● **TASK GOAL**:
Scan the listing below. Report each line that includes "encoding".

EXERCISE MATERIAL Start Marker

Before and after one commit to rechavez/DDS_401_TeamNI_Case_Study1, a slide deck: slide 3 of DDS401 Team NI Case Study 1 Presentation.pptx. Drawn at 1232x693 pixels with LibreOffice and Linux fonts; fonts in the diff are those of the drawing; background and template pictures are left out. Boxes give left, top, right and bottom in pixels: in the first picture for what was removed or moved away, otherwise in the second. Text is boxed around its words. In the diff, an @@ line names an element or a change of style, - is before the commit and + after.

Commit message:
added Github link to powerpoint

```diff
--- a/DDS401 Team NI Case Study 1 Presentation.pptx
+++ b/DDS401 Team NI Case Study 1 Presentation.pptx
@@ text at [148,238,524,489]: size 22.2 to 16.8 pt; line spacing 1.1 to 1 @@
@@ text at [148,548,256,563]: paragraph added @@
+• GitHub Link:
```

EXERCISE MATERIAL End Marker
EXERCISE MATERIAL Start Marker

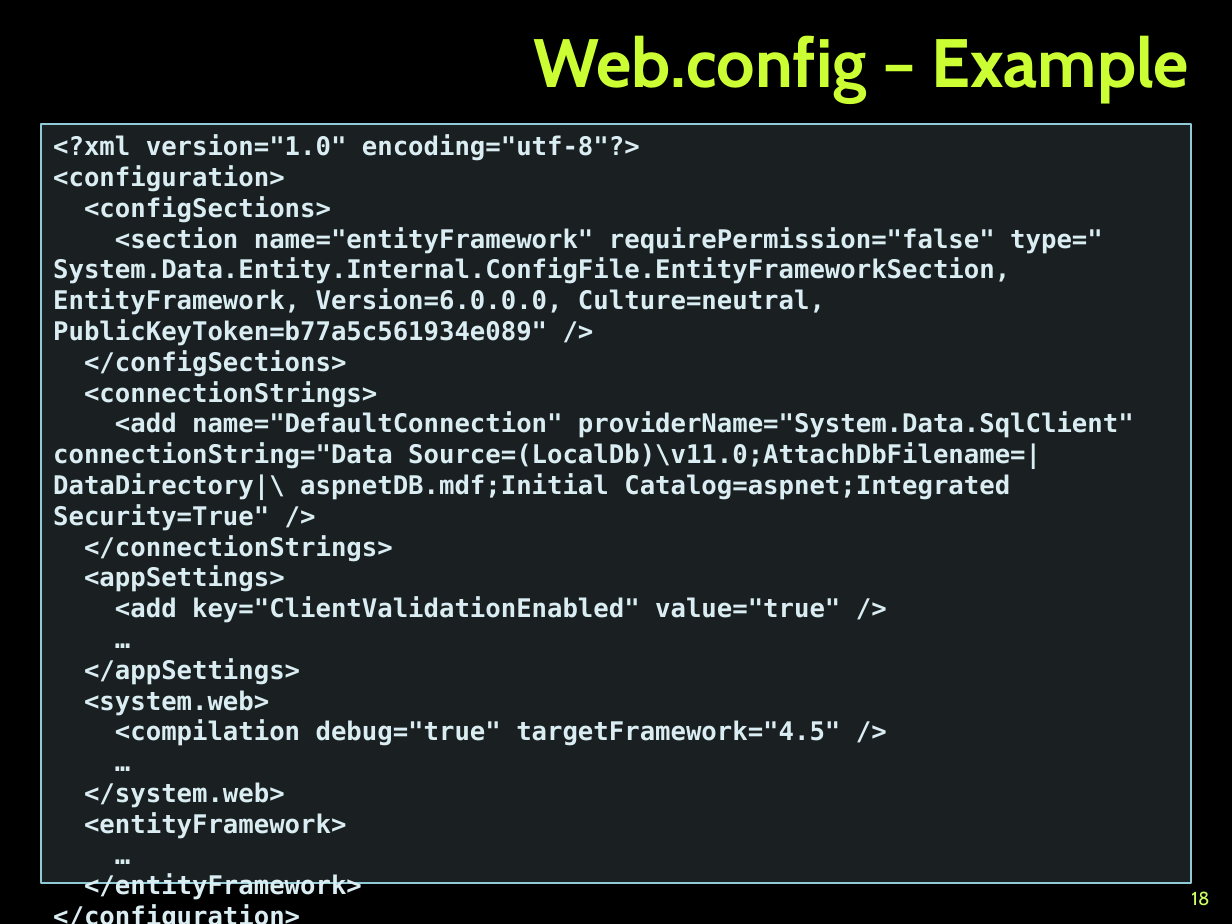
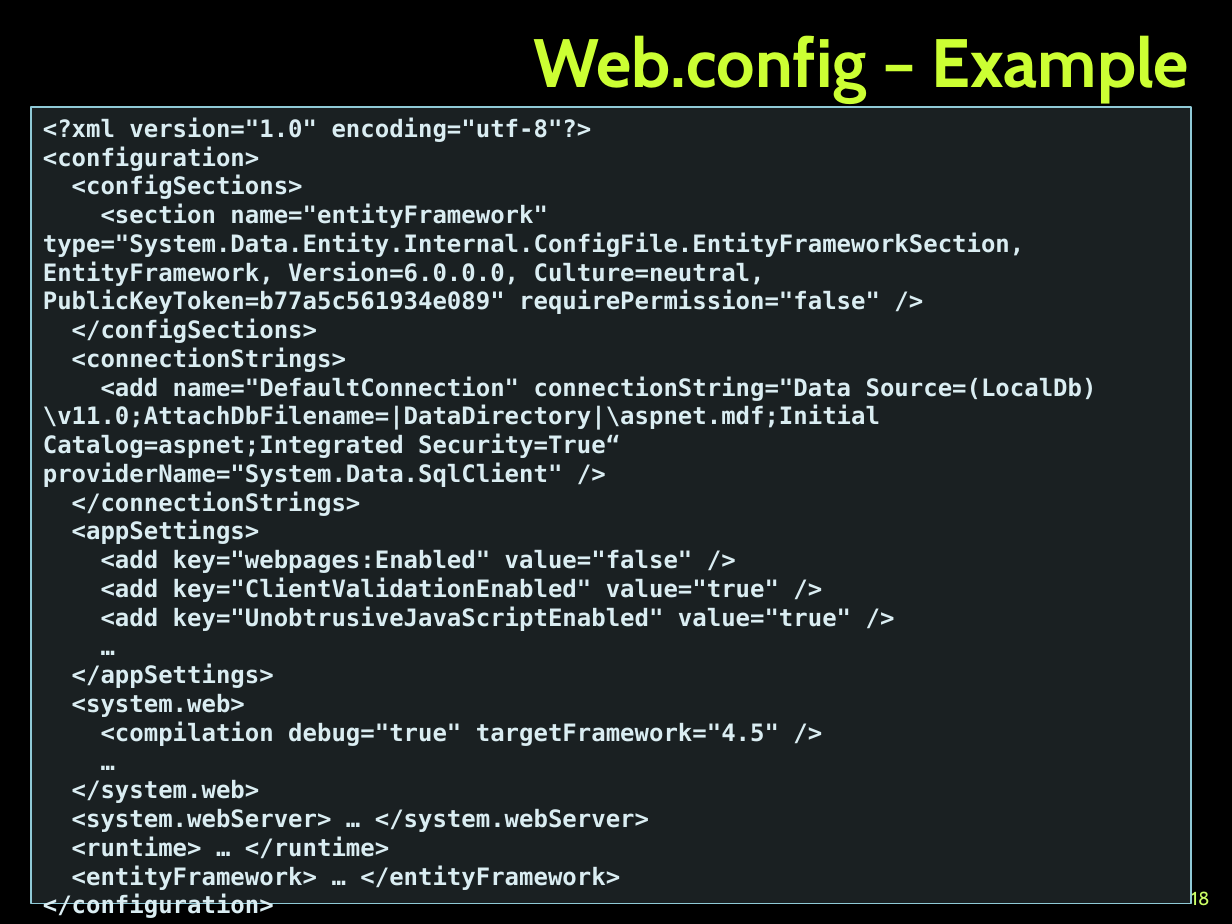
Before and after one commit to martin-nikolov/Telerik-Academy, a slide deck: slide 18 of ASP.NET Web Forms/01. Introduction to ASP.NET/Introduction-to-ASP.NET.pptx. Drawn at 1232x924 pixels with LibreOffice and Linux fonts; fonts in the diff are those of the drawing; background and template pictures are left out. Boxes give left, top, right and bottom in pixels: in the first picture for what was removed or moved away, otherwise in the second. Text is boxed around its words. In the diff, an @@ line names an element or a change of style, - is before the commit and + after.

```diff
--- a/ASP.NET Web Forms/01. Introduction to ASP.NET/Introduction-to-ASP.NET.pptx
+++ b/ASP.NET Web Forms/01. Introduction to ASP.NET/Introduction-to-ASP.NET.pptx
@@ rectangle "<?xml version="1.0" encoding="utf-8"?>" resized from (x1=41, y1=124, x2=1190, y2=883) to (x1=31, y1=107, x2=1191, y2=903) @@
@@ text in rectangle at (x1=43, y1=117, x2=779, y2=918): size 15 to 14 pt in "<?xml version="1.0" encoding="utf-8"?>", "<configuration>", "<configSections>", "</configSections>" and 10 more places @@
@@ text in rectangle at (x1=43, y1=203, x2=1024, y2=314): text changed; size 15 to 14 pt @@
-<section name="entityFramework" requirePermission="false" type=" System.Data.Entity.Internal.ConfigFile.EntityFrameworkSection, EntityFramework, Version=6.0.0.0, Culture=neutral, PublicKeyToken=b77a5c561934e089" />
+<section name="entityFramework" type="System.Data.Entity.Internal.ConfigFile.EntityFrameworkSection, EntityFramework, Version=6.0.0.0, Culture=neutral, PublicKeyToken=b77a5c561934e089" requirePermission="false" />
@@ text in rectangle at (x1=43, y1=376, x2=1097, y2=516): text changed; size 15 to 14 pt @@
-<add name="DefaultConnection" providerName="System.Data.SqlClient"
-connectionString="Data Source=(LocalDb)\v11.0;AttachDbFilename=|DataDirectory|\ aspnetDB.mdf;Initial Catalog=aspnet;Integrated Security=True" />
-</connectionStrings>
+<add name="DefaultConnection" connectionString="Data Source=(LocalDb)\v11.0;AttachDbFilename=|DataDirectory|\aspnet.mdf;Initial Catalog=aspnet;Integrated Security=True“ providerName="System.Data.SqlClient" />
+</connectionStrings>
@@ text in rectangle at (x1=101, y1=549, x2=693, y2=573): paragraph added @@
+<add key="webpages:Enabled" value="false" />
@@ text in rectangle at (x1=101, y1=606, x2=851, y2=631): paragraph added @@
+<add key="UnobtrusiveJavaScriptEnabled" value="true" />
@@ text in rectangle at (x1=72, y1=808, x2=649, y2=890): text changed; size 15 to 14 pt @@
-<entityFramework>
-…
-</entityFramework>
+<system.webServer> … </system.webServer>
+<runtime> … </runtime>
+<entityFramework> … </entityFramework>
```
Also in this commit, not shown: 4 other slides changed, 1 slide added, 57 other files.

EXERCISE MATERIAL End Marker

● **OUTPUT FOR THIS EXERCISE**:
@@ rectangle "<?xml version="1.0" encoding="utf-8"?>" resized from (x1=41, y1=124, x2=1190, y2=883) to (x1=31, y1=107, x2=1191, y2=903) @@
@@ text in rectangle at (x1=43, y1=117, x2=779, y2=918): size 15 to 14 pt in "<?xml version="1.0" encoding="utf-8"?>", "<configuration>", "<configSections>", "</configSections>" and 10 more places @@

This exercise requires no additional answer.